Italics selection (e.g. italics are used to represent lyrics, other stress
or intonation)

Typically underlining and blinking are NOT used.

Outline and shadow effects on glyphs are used, but outline is typ. a black
border
around a coloured(filled) glyph, and serves to accentuate the glyph against
a varying
video background (i.e. used when background is transparent)

Transparency is used for background. I have never seen reversed text (i.e.
background solid
with transparent text).

Positioning can be quite complex. Captions can steal into the safe area...
often non speech
characters (speaker change marks '-' or music marks '#' will be positioned
outside of the
'safe area', this gives more space for the caption text.
Captions may be centred, left or right aligned, and this may vary from
caption to caption
often to match the speakers on-screen position.

Vertical text has yet more rigorous demands, but is typically produced as
graphics that are burnt
over video.

Finally - although a distinction is (rightly) made concerning captions and
subtitles, in terms of
the system requirments for their display there is very little difference.
Captions may use more 
features for display than subtitles, as captions carry non speech
information as text and this
may be rendered using colour or styles that would not normally be used for
speech related text display.
 
> * S002
> Probably needs speech generation support, such as CSS audio properties
> or another transformation to SSML.

This is true if TTAF is used as a source for the generation of an audio
output.

> * S003
> 
> Is this also intended to be usable to do "marquee" in HTML (embedded
> in an OBJECT or IMG element)?

My view is that TTAF is intended as a format for the authorial intent of
text over time.
How TTAF is handled when it is embedded in other protocols/formats is
probably outside
the scope of TTAF, but I guess if it is considered a likely scenario it
should have
some bearing on how TTAF is specified.
 
> * R100
> 
> What is meant by "authored using XSL"? Does that mean the TT AF can be
> the result of a transformation from some other XML format? In that
> case, why insist on XSL, why not Perl, e.g.?

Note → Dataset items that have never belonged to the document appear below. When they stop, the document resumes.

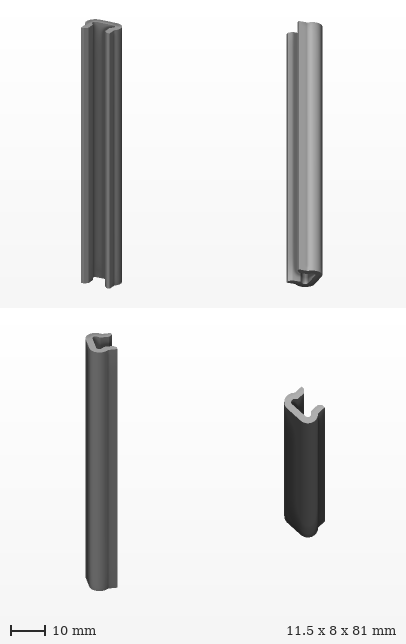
import cadquery as cq
import math

length = 81.0
width = 11.5
depth = 8.0

wall = 2.0
shoulder_radius = 3.0
neck_radius = 0.8
leg_outer_x = 4.8
leg_inner_x = leg_outer_x - wall
tip_chamfer = 1.0

half_width = width / 2
back_y = depth / 2
tip_y = -depth / 2

shoulder_x = half_width - shoulder_radius
shoulder_y = back_y - shoulder_radius
neck_x = leg_outer_x + neck_radius
center_distance = shoulder_radius + neck_radius
neck_angle = math.acos((neck_x - shoulder_x) / center_distance)
neck_y = shoulder_y - center_distance * math.sin(neck_angle)

groove_radius = shoulder_radius - wall
roof_y = back_y - wall
groove_x = shoulder_x
groove_y = shoulder_y
undercut_angle = math.radians(45)
undercut_start_x = groove_x + groove_radius * math.cos(undercut_angle)
undercut_start_y = groove_y - groove_radius * math.sin(undercut_angle)
undercut_end_y = undercut_start_y - (undercut_start_x - leg_inner_x)


def arc_point(center_x, center_y, radius, angle):
    """Point on a circle at an angle in radians."""
    return (center_x + radius * math.cos(angle), center_y + radius * math.sin(angle))


neck_start = arc_point(shoulder_x, shoulder_y, shoulder_radius, -neck_angle)
neck_middle = arc_point(neck_x, neck_y, neck_radius, math.pi - neck_angle / 2)
groove_middle = arc_point(groove_x, groove_y, groove_radius, (math.pi / 2 - undercut_angle) / 2)

half_profile = (
    cq.Workplane("XY")
    .moveTo(0, back_y)
    .lineTo(shoulder_x, back_y)
    .threePointArc((half_width, shoulder_y), neck_start)
    .threePointArc(neck_middle, (leg_outer_x, neck_y))
    .lineTo(leg_outer_x, tip_y)
    .lineTo(leg_inner_x + tip_chamfer, tip_y)
    .lineTo(leg_inner_x, tip_y + tip_chamfer)
    .lineTo(leg_inner_x, undercut_end_y)
    .lineTo(undercut_start_x, undercut_start_y)
    .threePointArc(groove_middle, (groove_x, roof_y))
    .lineTo(0, roof_y)
    .close()
)

half_clip = half_profile.extrude(length)
result = half_clip.union(half_clip.mirror("YZ")).clean()

I read this as meaning 'The TTAF specification is written in XML / XSL.

> * R101 - R103
> 
> One hopes that the TT AF is simple enough to not need modules or
> optional parts...

Hear Hear!

> * R106
> 
> This seems to say that the TT AF should not contain functions that
> serve no purpose, but it says it in a rather verbose way. 
> Unless I misunderstand, this seems rather obvious...
> 
> * R110
> 
> What is an "idealized" streamable format?
> 
> * R112
> 
> The task of the TT WG is to define a TT AF (and probably a TT
> format), not to define the editor to write that format with. 
> (Unless you make a case why you need to do this, and probably 
> update the group's charter as well.)

Hopefully this means that TTAF will be specified such that certain
accessibility issues will be
mandatory within a TTAF document rather than optional. (See R217/218)

> * R204
> 
> This requirement only restricts the element and attribute names of the
> TT AF to ASCII, since R100 (use of XML) already ensured that all text
> content can be written in ASCII. So why not say explicitly 
> that this item is about element and attribute names?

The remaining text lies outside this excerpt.